A k-algebra A is a (possibly noncommutative) ring with identity that is also a k-vector space, such that for α ∈ k and a,b ∈ A,
(1.1) α(ab) = (αa)b = a(αb).
Note that scalar commutes with ring elements.
Examples:
- Field extensions such as $F/E$.
- Polynomial ring $k[X,Y,Z]$.
- Matrix $M_{nm}(k)$ ring (under addition and multiplication) is $k$ algebra. Here we can see that $k$ can commute with elements of $M_{nm}(k)$ but the ring multiplication is non-commutative.
- The set $Hom_k(V,V)$ of $k$-linear maps of $k$ vector spaces forms a $k$-algebra under addition and composition of linear maps.
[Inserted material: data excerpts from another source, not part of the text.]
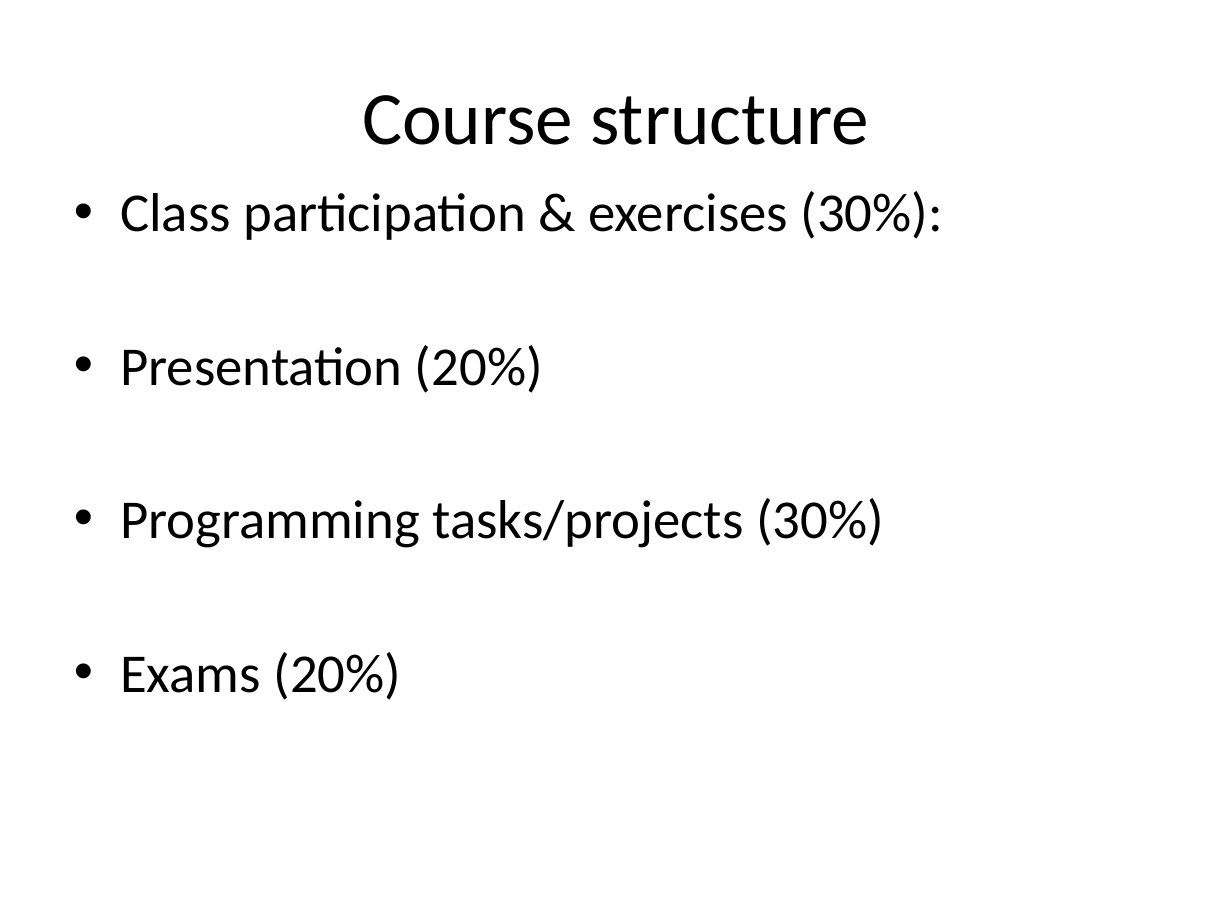
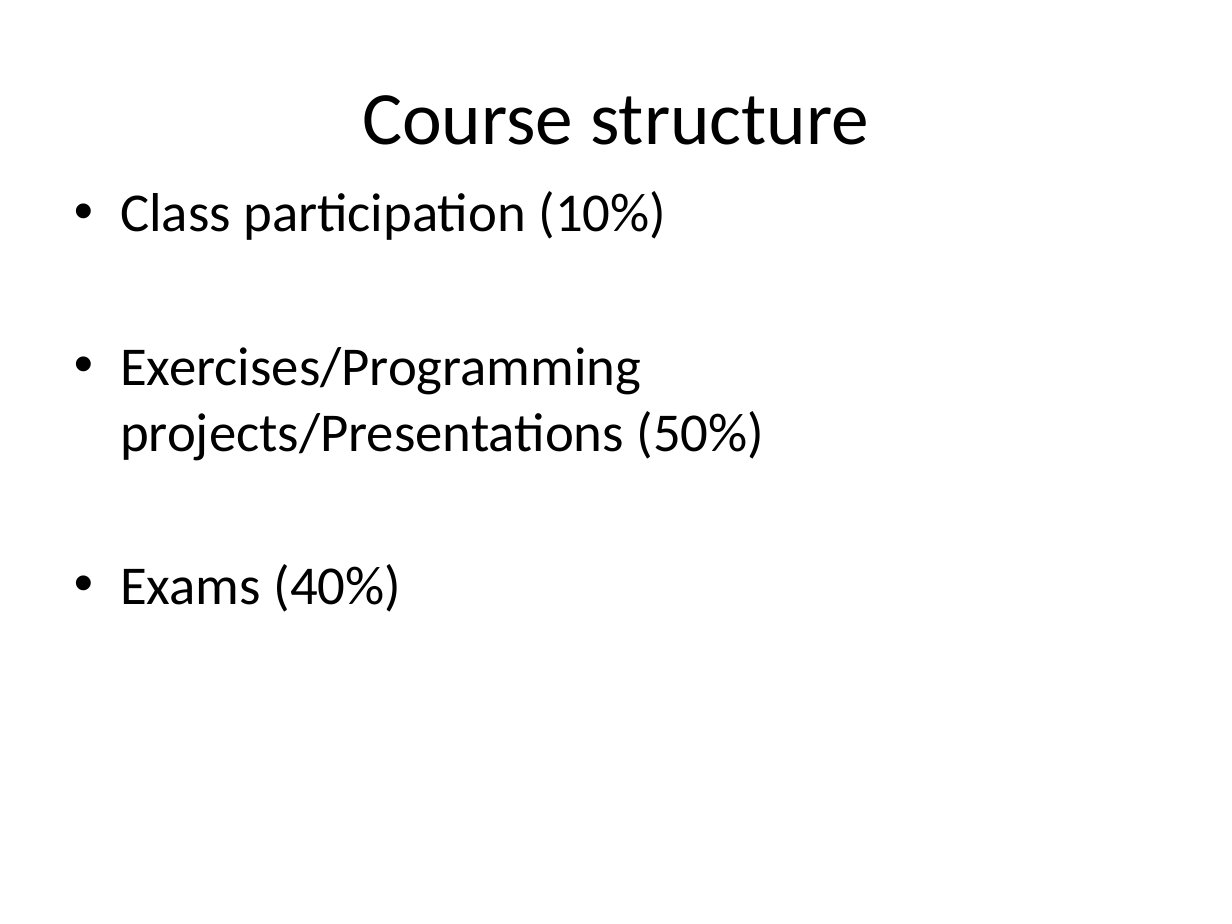
Before and after one commit to tristartom/tristartom.github.io, a slide deck: slide 6 of teaching/17s-cis600/Class-00.pptx. Drawn at 1232x924 pixels with LibreOffice and Linux fonts; fonts in the diff are those of the drawing. Boxes give left, top, right and bottom in pixels: in the first picture for what was removed or moved away, otherwise in the second. Text is boxed around its words. In the diff, an @@ line names an element or a change of style, - is before the commit and + after.

```diff
--- a/teaching/17s-cis600/Class-00.pptx
+++ b/teaching/17s-cis600/Class-00.pptx
@@ text at box(120, 191, 764, 612): text changed @@
-• Class participation & exercises (30%):
-• Presentation (20%)
-• Programming tasks/projects (30%)
-• Exams (20%)
+• Class participation (10%)
+• Exercises/Programming projects/Presentations (50%)
+• Exams (40%)
```
Also in this commit, not shown: 1 other slide changed, 1 other file.

Since center of ${\cal H}$ consists of real numbers, ${\cal H}$ is a ${\cal R}$ algebra.
Finite dimensional $k$ algebra it is a finite dimensional vector space over $k$.
Note ${\cal C}$ is 2 dimensional over ${\cal R}$ etc.,
Bimodules
If $R,S$ are two rings, an $R-S$ bimodule is an abelian group $(M,+)$ such that
- $M$ is a left $R$ module, and a right $S$ module.
- for all $r \in R$, $s \in S$ and $m \in M$ \begin{equation}
\label{eq:rs}
(rm)s=r(ms)
\end{equation}
For positive intergers $m,n$, the set of $n \times m$ matrices $M_{nm}(\mathcal{R})$. Here the $R$-module is $n \times n$ matrices $M_{nn}(\mathcal{R})$. And the $S$-module is $m \times m$ matrices $M_{mm}(\mathcal{R})$.
Addition and multiplication are carried out using the usual rules of matrix addition and matrix multiplication; the heights and widths of the matrices have been chosen so that multiplication is defined.
The crucial bimodule property, that $(rx)s = r(xs)$, is the statement that multiplication of matrices is associative.
A ring $R$ is a $R-R$ module.
For $M$ an $S-R$ bimodule and $N$ a $R-T$ bimodule then $M \otimes N$ is a $S-T$bimodule.
Bimodule homomorphism:
For $M,N$ $R-S$ bimodule, bimodule homomorphism $f:M \rightarrow N$ is an right $R$ module homomorphism as well as an right $S$ modules homomorphism.
An $R-S$ bimodule is same as left module over ring $R \otimes_Z S^{op}$ where $S^{op}$ is opposite ring of $S$. Note in opposite ring multiplication is performed in opposite direction of the original ring.
This caused me some confusion initially. $S^{op}$ is a ring with multiplication reversed. Denote multiplication in the righ $S$ by "." and opposite multiplication by "*". So, how does all this work to define a bimodule?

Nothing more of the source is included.